AME: Leave as observed, but changing all the values of x1 to 0 (making all the values of x2 = 1) and then do the opposite (x1 = 1, x2 =0, you have to do this since it can't belong to two categories at the same time), and then take the average of the results (AME method) (Side comment: One thing I am not sure if it is the average between the difference in marginal effects when x1 = 0 and then 1, or if it is an average between the probabilities when x1 =0 and then 1, I used both, but probability I think it makes more sense to me)
Now, if I try the 2nd approach I get very different results to what I originally got ( which were values between [0.0008 to 0.0495]), it gives me values between [0.0022 to 0.1207], which is a massive difference.

To summarise:
How can do a mathematical corroboration to get the same values I got initially ([0.0008 to 0.0495])?

How can I interpret these original values in the first place?

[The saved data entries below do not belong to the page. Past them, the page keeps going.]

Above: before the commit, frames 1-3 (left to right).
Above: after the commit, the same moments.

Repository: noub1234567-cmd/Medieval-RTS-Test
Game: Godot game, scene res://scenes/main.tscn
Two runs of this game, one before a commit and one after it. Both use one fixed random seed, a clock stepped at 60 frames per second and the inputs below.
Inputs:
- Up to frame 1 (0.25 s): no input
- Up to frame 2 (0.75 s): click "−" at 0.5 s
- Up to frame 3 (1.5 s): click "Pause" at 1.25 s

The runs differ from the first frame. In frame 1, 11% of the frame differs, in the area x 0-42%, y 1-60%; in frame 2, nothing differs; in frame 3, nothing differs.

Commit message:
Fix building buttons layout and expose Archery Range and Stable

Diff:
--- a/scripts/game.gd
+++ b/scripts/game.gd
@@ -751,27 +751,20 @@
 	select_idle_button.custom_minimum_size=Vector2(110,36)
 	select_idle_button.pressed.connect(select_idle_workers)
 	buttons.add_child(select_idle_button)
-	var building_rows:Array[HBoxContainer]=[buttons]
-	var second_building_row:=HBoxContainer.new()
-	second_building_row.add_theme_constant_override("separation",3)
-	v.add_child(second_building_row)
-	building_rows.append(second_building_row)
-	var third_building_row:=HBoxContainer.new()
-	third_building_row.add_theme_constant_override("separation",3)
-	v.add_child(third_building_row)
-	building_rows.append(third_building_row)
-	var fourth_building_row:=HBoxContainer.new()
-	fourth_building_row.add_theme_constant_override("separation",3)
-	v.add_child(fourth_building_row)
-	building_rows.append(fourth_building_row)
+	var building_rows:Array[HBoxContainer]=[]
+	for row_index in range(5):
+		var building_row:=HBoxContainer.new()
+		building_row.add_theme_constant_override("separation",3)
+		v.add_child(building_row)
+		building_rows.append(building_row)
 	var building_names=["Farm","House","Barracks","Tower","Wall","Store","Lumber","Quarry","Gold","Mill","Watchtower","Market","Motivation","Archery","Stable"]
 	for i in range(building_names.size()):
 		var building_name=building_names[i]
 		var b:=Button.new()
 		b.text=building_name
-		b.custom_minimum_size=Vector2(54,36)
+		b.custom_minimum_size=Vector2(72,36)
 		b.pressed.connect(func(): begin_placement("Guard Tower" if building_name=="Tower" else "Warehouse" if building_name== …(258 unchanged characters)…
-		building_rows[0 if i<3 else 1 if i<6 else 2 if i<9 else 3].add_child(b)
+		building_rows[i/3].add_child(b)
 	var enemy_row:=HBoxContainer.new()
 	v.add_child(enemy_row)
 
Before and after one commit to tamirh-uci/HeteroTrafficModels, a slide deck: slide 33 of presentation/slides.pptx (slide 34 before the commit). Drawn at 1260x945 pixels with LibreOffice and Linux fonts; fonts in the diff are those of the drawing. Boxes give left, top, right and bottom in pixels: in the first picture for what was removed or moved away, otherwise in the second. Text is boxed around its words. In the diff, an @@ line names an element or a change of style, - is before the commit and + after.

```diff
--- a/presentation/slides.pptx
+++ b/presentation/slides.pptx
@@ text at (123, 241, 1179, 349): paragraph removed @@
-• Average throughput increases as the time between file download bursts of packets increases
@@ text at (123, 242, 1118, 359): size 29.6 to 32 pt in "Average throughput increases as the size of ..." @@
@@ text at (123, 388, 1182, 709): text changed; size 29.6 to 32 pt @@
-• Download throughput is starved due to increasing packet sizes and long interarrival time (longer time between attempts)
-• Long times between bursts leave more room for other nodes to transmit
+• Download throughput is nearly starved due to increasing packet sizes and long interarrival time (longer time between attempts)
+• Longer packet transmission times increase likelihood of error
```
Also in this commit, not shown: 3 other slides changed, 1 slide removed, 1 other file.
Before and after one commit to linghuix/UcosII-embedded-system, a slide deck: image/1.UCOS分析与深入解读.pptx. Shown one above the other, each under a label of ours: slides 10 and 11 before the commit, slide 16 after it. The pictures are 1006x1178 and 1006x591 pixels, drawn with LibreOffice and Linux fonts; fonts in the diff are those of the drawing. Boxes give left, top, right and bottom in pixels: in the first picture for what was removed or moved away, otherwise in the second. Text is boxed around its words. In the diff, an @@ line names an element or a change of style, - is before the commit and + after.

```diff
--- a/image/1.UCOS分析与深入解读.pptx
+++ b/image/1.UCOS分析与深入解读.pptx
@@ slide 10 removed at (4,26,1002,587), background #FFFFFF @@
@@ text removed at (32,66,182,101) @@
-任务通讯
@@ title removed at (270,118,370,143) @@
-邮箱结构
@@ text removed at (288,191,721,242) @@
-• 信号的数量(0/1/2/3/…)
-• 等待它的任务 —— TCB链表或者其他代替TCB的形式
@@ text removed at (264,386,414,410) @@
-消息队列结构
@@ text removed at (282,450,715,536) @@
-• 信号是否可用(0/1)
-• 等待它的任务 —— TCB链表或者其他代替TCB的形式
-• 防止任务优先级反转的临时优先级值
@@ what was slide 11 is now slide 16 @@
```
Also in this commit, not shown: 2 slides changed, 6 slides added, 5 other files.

Because if I take 0.0495, I am basically saying "if I increase x1 by 1-unit (from 0 to 1), I will have a 4.95% increase in probability of my event happening", the problems is that it doesn't consider that to make the 1-unit increase I need to, by default, decrease the other dummy variable (x2), so I will be doing something of a double-change in the variables or like a double marginal effect at the same time.